Las patologías que tratan son normalmente derivadas del frío, problemas respiratorios, dolores articulares e inclusos diarreas.
"También se puede tratar algunas patologías como hemorroides, en cuyo caso la aplicación es distal al lugar del problema", explicó López.
Acupuntura
La combinación de la moxa con agujas de acupuntura es mucho más efectivo. De esta forma, el calor ingresa al punto a través de una conducción de calor, que es la aguja de metal.
Hay que destacar que esta práctica no es recomendable para embarazadas y tampoco para personas con problemas en la piel.
La moxa es nativa de áreas templadas de Europa, Asia, norte de África. Sin embargo, su uso como planta medicinal se divulgó mucho más en China y Japón.
Los guerreros orientales solían hacer aplicaciones directas en los lugares de dolor. Los beneficios son una rápida disminución del dolor o la patología, según fuera el caso.
"Una diarrea, por ejemplo, se corta con una aplicación de 10 o 15 minutos", afirmó López.
Moisés López TERAPEUTA "Moxibustión no proviene de la lengua china sino de la palabra japonesa "mogusa", que significa artemisa".
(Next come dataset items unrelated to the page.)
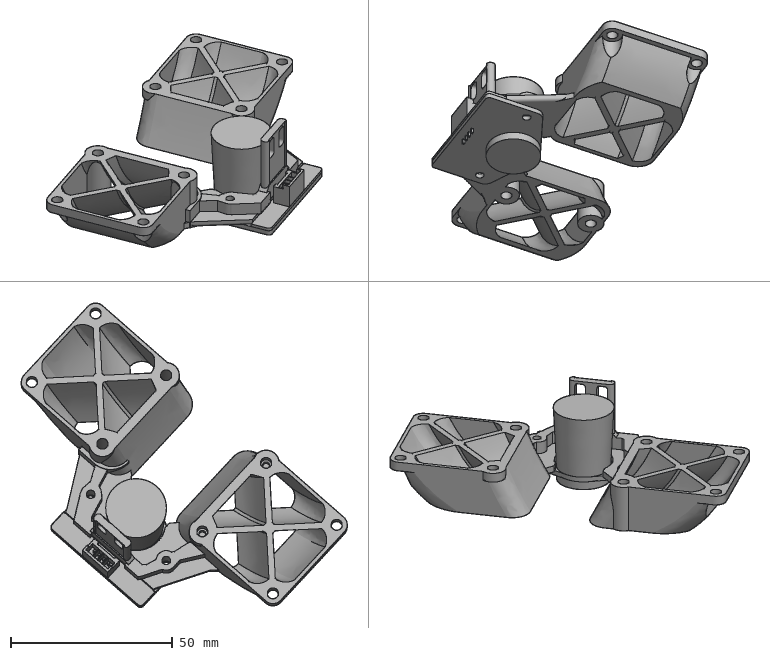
import cadquery as cq
import math


axis_y = 1.5

lens_top_dia = 18.9
base_dia = 17.0
lens_height = 20.1
sink_height = 2.7

board_thickness = 1.6
board_half_width = 19.1
board_right = 19.0
board_taper = math.radians(25)
board_shoulder_radius = 3.2
board_corner_radius = 1.3
strip_left = 12.4
strip_thickness = 1.0
screw_dia = 2.6
screw_x = 3.5
screw_y = 15.8

fan_x = -24.0
fan_y = 35.7
flange_half = 18.0
flange_near = 18.6
flange_top = 15.0
flange_thickness = 3.0
flange_radius = 3.2
fan_hole_dia = 3.4
fan_hole_pitch = 29.5
fan_hole_half = fan_hole_pitch / 2
pilot_dia = 2.1
pilot_depth = 2.1
nut_dia = 6.2
lobe_radius = 4.1
duct_far_top = 17.9
duct_far_drift = 12.0
duct_near_top = 18.6
duct_near_drift = 7.5
cell_drift = 12.8
cell_tip = 1.9
cell_tip_half = 0.5
cell_shoulder_half = 10.7
near_cell_edge = 15.7
near_cell_edge_half = 9.0
near_cell_edge_taper = 1.5
near_cell_shoulder_taper = 2.1
near_cell_drift = 9.0
drift_power = 1.4
near_drift_power = 1.15
near_corner_radius = 5.9
far_corner_length_top = 6.1
far_corner_length_bottom = 10.6
far_corner_width = 4.3

collar_radius = 7.7
collar_x = -12.1
collar_y = -20.1
collar_length = 6.4
collar_height = 6.4

wing_thickness = 2.0
wing_edge_radius = 1.0
wing_bore_dia = 18.3
wing_root_x = 1.1
arm_top = 6.0
arm_boss_dia = 6.2
arm_inner_x = 9.6
arm_outer_x = 13.3
frame_outer_x = 12.5
frame_half = 7.2
frame_top = 24.1
frame_radius = 1.3
foot_size = 0.9
slot_width = 3.4
slot_offset = 3.5
slot_height = 6.4
slot_roof = 1.0
slot_corner_radius = 1.0
relief_depth = 0.4
relief_margin = 1.3

connector_left = 13.4
connector_half = 5.3
connector_low_top = 7.0
connector_high_top = 8.5
connector_step_x = 16.8
cavity_left = 15.0
cavity_right = 18.2
cavity_half = 4.6
cavity_floor = 2.6
divider_width = 0.3
key_depth = 0.6
key_half = 3.5
pin_count = 4
pin_pitch = 1.9
pin_size = 0.6
pin_x = 16.0
pin_top = 5.4
pin_bottom = -3.1

flange_bottom = flange_top - flange_thickness
SIDES = (1, -1)


def block(x0, x1, y0, y1, z0, z1):
    """Box between two opposite corners."""
    return cq.Workplane("XY").box(x1 - x0, y1 - y0, z1 - z0, centered=False).translate((x0, y0, z0))


def post(x, y, dia, z0, z1):
    """Vertical cylinder."""
    return cq.Workplane("XY", origin=(x, y, z0)).circle(dia / 2).extrude(z1 - z0)


def prism(points, z0, z1):
    """Vertical prism over a closed polygon."""
    return cq.Workplane("XY", origin=(0, 0, z0)).polyline(points).close().extrude(z1 - z0)


def bend(z, power=drift_power):
    """Share of the full drift reached at height z: 0 at the flange top, 1 at the outlet."""
    return (1 - z / flange_top) ** power


def loft_through(section):
    """Smooth solid through the wires that section(z) gives from flange top to outlet."""
    heights = (flange_top, flange_top / 2, 0)
    return cq.Workplane(cq.Solid.makeLoft([section(z) for z in heights]))


def shell_section(z):
    far = duct_far_top - duct_far_drift * bend(z)
    near = -duct_near_top - duct_near_drift * bend(z, near_drift_power)
    rn = near_corner_radius
    fw = far_corner_width
    fl = far_corner_length_top + (far_corner_length_bottom - far_corner_length_top) * bend(z)
    w = flange_half
    far_radius = (fw**2 + fl**2) / (2 * fw)
    half_sweep = math.asin(fl / far_radius) / 2
    mid_x = w - far_radius * (1 - math.cos(half_sweep))
    mid_y = far - fl + far_radius * math.sin(half_sweep)
    cut = 1 - math.sqrt(0.5)
    outline = (
        cq.Workplane("XY", origin=(0, 0, z))
        .moveTo(-w + rn, near)
        .lineTo(w - rn, near)
        .threePointArc((w - rn * cut, near + rn * cut), (w, near + rn))
        .lineTo(w, far - fl)
        .threePointArc((mid_x, mid_y), (w - fw, far))
        .lineTo(-w + fw, far)
        .threePointArc((-mid_x, mid_y), (-w, far - fl))
        .lineTo(-w, near + rn)
        .threePointArc((-w + rn * cut, near + rn * cut), (-w + rn, near))
        .close()
    )
    return outline.val()


def fan_cell(turn):
    """One air cell with rounded outer corners, turned about the fan axis by a right angle."""
    shoulder = cell_tip + cell_shoulder_half - cell_tip_half
    edge, edge_half = 16.9, 7.1
    bulge, bulge_half = 14.9, 9.8
    angle = math.radians(turn)

    def section(z):
        def at(u, v):
            x = u * math.cos(angle) - v * math.sin(angle)
            y = u * math.sin(angle) + v * math.cos(angle)
            return (x, y - cell_drift * bend(z))

        outline = (
            cq.Workplane("XY", origin=(0, 0, z))
            .moveTo(*at(-cell_tip_half, cell_tip))
            .lineTo(*at(cell_tip_half, cell_tip))
            .lineTo(*at(cell_shoulder_half, shoulder))
            .threePointArc(at(bulge_half, bulge), at(edge_half, edge))
            .lineTo(*at(-edge_half, edge))
            .threePointArc(at(-bulge_half, bulge), at(-cell_shoulder_half, shoulder))
            .close()
        )
        return outline.val()

    return loft_through(section)


def near_cell():
    """The air cell next to the lens, which narrows towards the outlet."""
    def section(z):
        tip = -cell_tip - cell_drift * bend(z)
        edge = -near_cell_edge - near_cell_drift * bend(z)
        edge_half = near_cell_edge_half - near_cell_edge_taper * bend(z)
        shoulder_half = cell_shoulder_half - near_cell_shoulder_taper * bend(z)
        shoulder = tip - shoulder_half + cell_tip_half
        points = [(-cell_tip_half, tip), (cell_tip_half, tip), (shoulder_half, shoulder),
                  (edge_half, edge), (-edge_half, edge), (-shoulder_half, shoulder)]
        return cq.Workplane("XY", origin=(0, 0, z)).polyline(points).close().val()

    return loft_through(section)


def flange():
    plate = block(-flange_half, flange_half, -flange_near, flange_half, flange_bottom, flange_top)
    plate = plate.edges("|Z").fillet(flange_radius)
    for side in SIDES:
        plate = plate.union(
            post(side * fan_hole_half, -fan_hole_half, 2 * lobe_radius, flange_bottom, flange_top)
        )
    return plate


def duct_shell():
    """Solid duct with its flange and the nut clearances under the outer holes."""
    shell = loft_through(shell_section)
    for side in SIDES:
        shell = shell.cut(post(side * fan_hole_half, fan_hole_half, nut_dia, 0, flange_bottom))
    return shell.union(flange())


def duct_cells():
    return [near_cell()] + [fan_cell(turn) for turn in (-90, 0, 90)]


def place(body, side):
    """Put a fan-centred body on the +Y side (1) or mirror it to the -Y side (-1)."""
    moved = body.translate((fan_x, fan_y, 0))
    return moved if side > 0 else moved.mirror("XZ")


def collar():
    right = collar_x + collar_radius
    front = collar_y - collar_length
    round_part = post(collar_x, collar_y, 2 * collar_radius, 0, collar_height)
    body = round_part.union(block(collar_x, right, front, collar_y, 0, collar_height))
    back = collar_y + collar_radius
    return body.intersect(block(collar_x, right, front, back, 0, collar_height))


def wing_plate():
    half = [(strip_left, 18.3), (10.7, board_half_width), (-4.1, 27.4), (-6.1, 29.5), (-11.5, 23.6),
            (-11.5, 12.5), (-6.7, 7.8), (0, 7.8)]
    points = half + [(x, -y) for x, y in reversed(half)]
    plate = prism(points, 0, wing_thickness)
    exposed = cq.selectors.BoxSelector((wing_root_x, -32.2, -1.1), (strip_left + 1.1, 32.2, wing_edge_radius))
    plate = plate.faces("<Z").edges(exposed).fillet(wing_edge_radius)
    return plate


def arm(side):
    """Arm from a duct to the frame, with a boss around the board screw; the two differ a little."""
    if side > 0:
        outer = [(-7.5, 24.5), (0.5, 18.9), (screw_x, 18.9), (6.9, 16.5), (12.4, 13.5), (arm_outer_x, 12.8)]
        inner = [(arm_inner_x, 11.2), (8.7, 12.1), (5.8, 13.1), (screw_x, 13.1), (-0.3, 15.8), (-7.5, 17.7)]
    else:
        outer = [(-7.5, 22.7), (0.5, 18.6), (screw_x, 18.9), (5.4, 18.5), (arm_outer_x, 14.1)]
        inner = [(arm_inner_x, 9.9), (8.9, 10.6), (5.8, 11.5), (1.9, 12.5), (0.6, 14.0), (-0.3, 15.8),
                 (-7.5, 17.6)]
    middle = [(arm_outer_x, frame_half), (arm_inner_x, frame_half)]
    body = prism([(x, side * y) for x, y in outer + middle + inner], wing_thickness, arm_top)
    return body.union(post(screw_x, side * screw_y, arm_boss_dia, wing_thickness, arm_top))


def frame():
    """Upright slotted frame joining the two arms behind the lens."""
    slab = block(arm_inner_x, frame_outer_x, -frame_half, frame_half, wing_thickness, frame_top)
    slab = slab.edges("|Z").fillet(frame_radius)
    slot_z1 = frame_top - slot_roof
    for side in SIDES:
        middle = side * slot_offset
        slot = block(0, arm_outer_x, middle - slot_width / 2, middle + slot_width / 2,
                     slot_z1 - slot_height, slot_z1)
        slab = slab.cut(slot.edges("|X").fillet(slot_corner_radius))
    relief_half = frame_half - relief_margin
    slab = slab.cut(block(frame_outer_x - relief_depth, arm_outer_x, -relief_half, relief_half,
                          arm_top, frame_top))
    bar = block(arm_inner_x, frame_outer_x, -frame_half, frame_half, wing_thickness, arm_top)
    feet = (
        cq.Workplane("YZ", origin=(arm_inner_x, 0, 0))
        .polyline([(-frame_half - foot_size, arm_top), (frame_half + foot_size, arm_top),
                   (frame_half - foot_size, arm_top + 2 * foot_size),
                   (-frame_half + foot_size, arm_top + 2 * foot_size)])
        .close().extrude(frame_outer_x - arm_inner_x)
    )
    return slab.union(bar).union(feet)


def carrier():
    body = wing_plate().union(frame())
    for side in SIDES:
        body = body.union(arm(side))
    body = body.cut(post(0, 0, wing_bore_dia, 0, wing_thickness))
    for side in SIDES:
        body = body.cut(post(screw_x, side * screw_y, screw_dia, 0, arm_top))
    body = body.translate((0, axis_y, 0)).union(collar())
    for side in SIDES:
        body = body.union(place(duct_shell(), side))
        for cell in duct_cells():
            body = body.cut(place(cell, side))
    return drill_fan_holes(body)


def drill_fan_holes(body):
    """Fan screw holes: all pass through, except the inner pair of the +Y duct."""
    for end in SIDES:
        hole_x = fan_x + end * fan_hole_half
        outer_y = fan_y + fan_hole_half
        inner_y = fan_y - fan_hole_half
        body = body.union(post(hole_x, -inner_y, 2 * lobe_radius, 0, flange_top))
        body = body.cut(post(hole_x, outer_y, fan_hole_dia, 0, flange_top))
        body = body.cut(post(hole_x, -outer_y, fan_hole_dia, 0, flange_top))
        body = body.cut(post(hole_x, -inner_y, fan_hole_dia, 0, flange_top))
        body = body.cut(post(hole_x, inner_y, fan_hole_dia, flange_bottom, flange_top))
        body = body.cut(post(hole_x, inner_y, pilot_dia, flange_bottom - pilot_depth, flange_top))
    return body


def lens():
    cone = cq.Solid.makeCone(base_dia / 2, lens_top_dia / 2, lens_height)
    return cq.Workplane(cone).translate((0, axis_y, 0))


def heat_sink():
    return post(0, axis_y, base_dia, -board_thickness - sink_height, -board_thickness)


def pins():
    row = cq.Workplane("XY", origin=(pin_x, 0, pin_bottom)).rarray(1.1, pin_pitch, 1, pin_count)
    return row.rect(pin_size, pin_size).extrude(pin_top - pin_bottom)


def board():
    """Teardrop plate: tapered sides run tangent to the round end under the lens."""
    radius = base_dia / 2
    tangent_x = -radius * math.cos(board_taper)
    tangent_y = radius * math.sin(board_taper)
    shoulder_x = tangent_x + (board_half_width - tangent_y) * math.tan(board_taper)
    plate = (
        cq.Workplane("XY", origin=(0, 0, -board_thickness))
        .moveTo(board_right, -board_half_width)
        .lineTo(board_right, board_half_width)
        .lineTo(shoulder_x, board_half_width)
        .lineTo(tangent_x, tangent_y)
        .threePointArc((-radius, 0), (tangent_x, -tangent_y))
        .lineTo(shoulder_x, -board_half_width)
        .close().extrude(board_thickness)
    )
    plate = plate.edges("|Z and >X").fillet(board_corner_radius)
    shoulders = cq.selectors.BoxSelector((shoulder_x - 1.1, -21.5, -2.1), (shoulder_x + 1.1, 21.5, 1.1))
    plate = plate.edges("|Z").edges(shoulders).fillet(board_shoulder_radius)
    for side in SIDES:
        plate = plate.cut(post(screw_x, side * screw_y, screw_dia, -board_thickness, 0))
    return plate.cut(pins()).translate((0, axis_y, 0))


def strip():
    plate = block(strip_left, board_right, -board_half_width, board_half_width, 0, strip_thickness)
    plate = plate.edges("|Z and >X").fillet(board_corner_radius)
    return plate.cut(pins()).translate((0, axis_y, 0))


def connector():
    """Open socket with a raised back wall and four square pins that pass through the board."""
    half = connector_half
    body = block(connector_left, board_right, -half, half, strip_thickness, connector_low_top)
    body = body.union(
        block(connector_step_x, board_right, -half, half, strip_thickness, connector_high_top)
    )
    body = body.cut(
        block(cavity_left, cavity_right, -cavity_half, cavity_half, cavity_floor, connector_high_top)
    )
    body = body.cut(
        block(connector_left, connector_left + key_depth, -key_half, key_half,
              strip_thickness, connector_low_top)
    )
    for gap in range(1, pin_count):
        y = (gap - pin_count / 2) * pin_pitch
        body = body.union(block(cavity_left, cavity_right, y - divider_width / 2, y + divider_width / 2,
                                cavity_floor, connector_low_top))
    return body.union(pins()).translate((0, axis_y, 0))


result = cq.Compound.makeCompound([
    carrier().val(),
    lens().val(),
    heat_sink().val(),
    board().val(),
    strip().val(),
    connector().val(),
])

Otro de los efectos positivos de esta aplicación es, por supuesto, el costo, ya que es muy económica con relación a un tratamiento similar de la medicina occidental.
En cuanto al tratamiento en niños, López destacó que no es recomendable en bebés, debido a que su piel es muy finita.
Pero si en menores para, por ejemplo, problemas respiratorios. "Se colocan en puntos en la espalda que actúan directamente sobre el pulmón", destacó el terapeuta.
La moxibustión puede ser directa o con conos. Se realiza utilizando la planta artemisa prensada en forma de pequeños conos que se colocan en puntos específicos de acupuntura. Después se quema la parte superior y se deja que actúe para que transmita el calor a través de las brasas al cuerpo. La moxibustión indirecta se puede realizar con reionki (tubos) o con cigarros.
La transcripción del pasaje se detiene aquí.